Configuration Best Practices

ONE-FILE SETUP: Users should only need to edit config.yaml, never set environment variables
ABSOLUTE PATHS: Always use absolute paths for files and directories in production
PATH VALIDATION: System validates all configured paths at startup
VALIDATION FEEDBACK: Provide clear error messages when configuration is incomplete
ERROR HANDLING: Graceful error messages for configuration issues

4. Development Workflow

Document Context Configuration

Document processing context is configured in config.yaml for consistent processing:

# Document processing context (no CLI override)
document_context:
  document_type: "Clinical Study Report"  # Type of document being processed
  domain: "Oncology"                     # Medical domain/specialty  
  urgency: "Standard"                    # Processing priority level

# Behavioral settings (optional CLI override)
behavior_config:
  verbose: false  # Enable detailed console output by default

CLI Usage - Config-First Approach

The system uses a config-first approach where most settings are defined in config.yaml:

# Essential usage - all context from config
python -m proof_reading_multiagent_system.main --input "data/samples/issues.xlsx"

# Optional overrides
python -m proof_reading_multiagent_system.main --input "issues.xlsx" --output "/custom/path/result.xlsx"
python -m proof_reading_multiagent_system.main --input "issues.xlsx" --verbose
python -m proof_reading_multiagent_system.main --input "issues.xlsx" --quiet

# Development commands
run_crew
train
replay 
test

Git Commit Guidelines

Atomic Commits at Feature Level

MANDATORY: Each commit must represent one complete, working feature increment
ATOMIC PRINCIPLE: Commits should be self-contained and represent logical units of work
FEATURE COMPLETENESS: Each commit should leave the codebase in a functional state
INCREMENTAL PROGRESS: Commit frequently at logical stopping points during development

Required Development Git Workflow Pattern

# 1. Activate virtual environment first
source .virtenv/bin/activate

# 2. Make code changes for a specific feature increment
# 3. Stage related files strategically
git add specific_files_for_feature

# 4. Commit with descriptive message
git commit -m "Implement [specific feature]: brief description"

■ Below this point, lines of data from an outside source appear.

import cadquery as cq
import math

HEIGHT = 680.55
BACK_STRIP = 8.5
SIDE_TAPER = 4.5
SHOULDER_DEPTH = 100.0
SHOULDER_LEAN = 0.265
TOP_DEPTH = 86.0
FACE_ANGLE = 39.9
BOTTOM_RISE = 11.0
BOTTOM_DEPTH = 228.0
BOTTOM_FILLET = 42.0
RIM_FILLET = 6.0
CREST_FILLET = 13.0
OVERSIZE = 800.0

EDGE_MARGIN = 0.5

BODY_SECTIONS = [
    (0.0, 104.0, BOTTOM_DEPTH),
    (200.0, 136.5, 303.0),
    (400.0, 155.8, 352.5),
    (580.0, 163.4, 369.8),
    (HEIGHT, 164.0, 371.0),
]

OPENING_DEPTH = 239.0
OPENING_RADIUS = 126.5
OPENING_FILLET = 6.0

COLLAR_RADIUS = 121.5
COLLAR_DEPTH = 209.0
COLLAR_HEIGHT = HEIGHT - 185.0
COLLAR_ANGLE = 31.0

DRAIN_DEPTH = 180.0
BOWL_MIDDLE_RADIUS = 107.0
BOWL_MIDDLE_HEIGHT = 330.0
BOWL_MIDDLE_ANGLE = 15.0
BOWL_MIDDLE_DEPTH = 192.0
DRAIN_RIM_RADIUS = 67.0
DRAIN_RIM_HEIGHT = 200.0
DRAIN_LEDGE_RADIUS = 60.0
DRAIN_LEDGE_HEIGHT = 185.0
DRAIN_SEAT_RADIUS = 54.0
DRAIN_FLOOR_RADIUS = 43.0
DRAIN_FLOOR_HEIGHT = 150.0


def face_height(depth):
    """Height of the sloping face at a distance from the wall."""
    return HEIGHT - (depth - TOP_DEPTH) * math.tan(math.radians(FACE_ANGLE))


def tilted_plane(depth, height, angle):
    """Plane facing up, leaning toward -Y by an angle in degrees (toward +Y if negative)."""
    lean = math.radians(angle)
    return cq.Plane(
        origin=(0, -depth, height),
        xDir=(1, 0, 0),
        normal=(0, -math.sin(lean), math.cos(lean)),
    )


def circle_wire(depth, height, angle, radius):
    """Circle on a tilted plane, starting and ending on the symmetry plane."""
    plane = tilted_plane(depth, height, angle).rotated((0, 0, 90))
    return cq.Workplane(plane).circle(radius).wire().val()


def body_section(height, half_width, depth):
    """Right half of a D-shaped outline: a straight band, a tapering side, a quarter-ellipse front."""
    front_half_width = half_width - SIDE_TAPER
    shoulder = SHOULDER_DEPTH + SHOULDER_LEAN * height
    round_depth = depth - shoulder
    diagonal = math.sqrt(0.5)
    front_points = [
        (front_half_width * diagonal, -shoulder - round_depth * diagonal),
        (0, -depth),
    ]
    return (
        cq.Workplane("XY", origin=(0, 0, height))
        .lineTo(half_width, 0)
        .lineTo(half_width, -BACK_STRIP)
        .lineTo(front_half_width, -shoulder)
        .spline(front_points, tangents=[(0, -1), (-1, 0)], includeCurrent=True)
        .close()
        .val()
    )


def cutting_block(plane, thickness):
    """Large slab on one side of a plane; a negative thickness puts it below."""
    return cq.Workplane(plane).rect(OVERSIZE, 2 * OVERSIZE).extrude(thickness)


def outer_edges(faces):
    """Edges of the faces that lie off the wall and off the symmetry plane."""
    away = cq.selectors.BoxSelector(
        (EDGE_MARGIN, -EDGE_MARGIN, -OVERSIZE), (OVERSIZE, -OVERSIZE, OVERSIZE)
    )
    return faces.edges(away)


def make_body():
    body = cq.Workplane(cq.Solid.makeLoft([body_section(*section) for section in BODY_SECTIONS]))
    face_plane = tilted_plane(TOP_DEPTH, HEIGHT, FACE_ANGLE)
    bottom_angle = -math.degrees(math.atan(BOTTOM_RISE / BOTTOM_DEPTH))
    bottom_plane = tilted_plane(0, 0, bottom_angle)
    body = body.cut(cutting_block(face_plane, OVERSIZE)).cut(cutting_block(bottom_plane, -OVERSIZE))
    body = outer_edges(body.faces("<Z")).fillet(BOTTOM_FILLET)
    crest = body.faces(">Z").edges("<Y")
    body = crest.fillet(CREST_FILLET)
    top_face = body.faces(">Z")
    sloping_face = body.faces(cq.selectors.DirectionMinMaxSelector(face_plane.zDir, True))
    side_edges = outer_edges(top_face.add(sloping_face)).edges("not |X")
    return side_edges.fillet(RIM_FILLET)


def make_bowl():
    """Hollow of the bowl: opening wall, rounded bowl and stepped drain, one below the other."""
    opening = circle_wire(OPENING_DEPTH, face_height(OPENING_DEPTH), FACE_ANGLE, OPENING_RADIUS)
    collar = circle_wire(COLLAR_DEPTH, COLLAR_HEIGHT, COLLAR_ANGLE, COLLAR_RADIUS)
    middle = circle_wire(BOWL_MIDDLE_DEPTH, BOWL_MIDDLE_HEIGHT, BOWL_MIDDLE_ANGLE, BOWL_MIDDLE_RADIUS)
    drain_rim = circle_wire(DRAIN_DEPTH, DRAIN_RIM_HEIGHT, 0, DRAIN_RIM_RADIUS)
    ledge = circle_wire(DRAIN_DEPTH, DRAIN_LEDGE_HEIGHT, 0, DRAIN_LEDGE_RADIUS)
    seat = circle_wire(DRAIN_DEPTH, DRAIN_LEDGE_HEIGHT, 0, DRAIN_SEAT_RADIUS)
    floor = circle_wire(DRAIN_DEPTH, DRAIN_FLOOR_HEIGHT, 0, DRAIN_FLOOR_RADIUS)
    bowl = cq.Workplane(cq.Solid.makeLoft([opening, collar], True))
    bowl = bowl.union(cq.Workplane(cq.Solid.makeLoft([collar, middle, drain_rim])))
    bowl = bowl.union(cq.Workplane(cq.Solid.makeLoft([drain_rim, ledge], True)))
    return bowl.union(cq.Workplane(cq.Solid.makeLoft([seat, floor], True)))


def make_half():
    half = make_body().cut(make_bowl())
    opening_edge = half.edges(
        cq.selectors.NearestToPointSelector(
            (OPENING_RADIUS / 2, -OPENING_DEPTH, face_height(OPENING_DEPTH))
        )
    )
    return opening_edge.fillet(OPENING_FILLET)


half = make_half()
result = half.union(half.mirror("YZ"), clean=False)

# 5. Continue development cycle

Commit Message Standards

FORMAT:

[Action] [Component/Area]: Brief description of what was accomplished

EXAMPLES:

Add ExcelReaderTool: implement XLSX to DocumentIssue conversion

Fix logging integration: resolve correlation ID threading issue

Update config: add Gemini 2.0-flash API settings

Prohibited Practices

DO NOT include Claude Code generation attributions in commit messages
DO NOT add "Generated with Claude Code" or "Co-Authored-By: Claude" footers
DO NOT make massive commits combining unrelated changes
DO NOT commit broken or non-functional code

Development Guidelines

VIRTUAL ENV: Always activate .virtenv before any Python operations
GIT INTEGRATION: Make staging and committing part of your regular development rhythm
PROGRESS TRACKING: Use commits to demonstrate incremental progress and maintain project history
DOCUMENTATION FIRST: Write comprehensive docstrings before or during implementation
TYPE SAFETY: Use type hints extensively for better code maintainability and IDE support
MEMORY AWARENESS: Monitor memory usage during development and follow memory management guidelines

5. Logging & Monitoring

Mandatory Logging Integration

CRITICAL: All new components must use the established logging infrastructure.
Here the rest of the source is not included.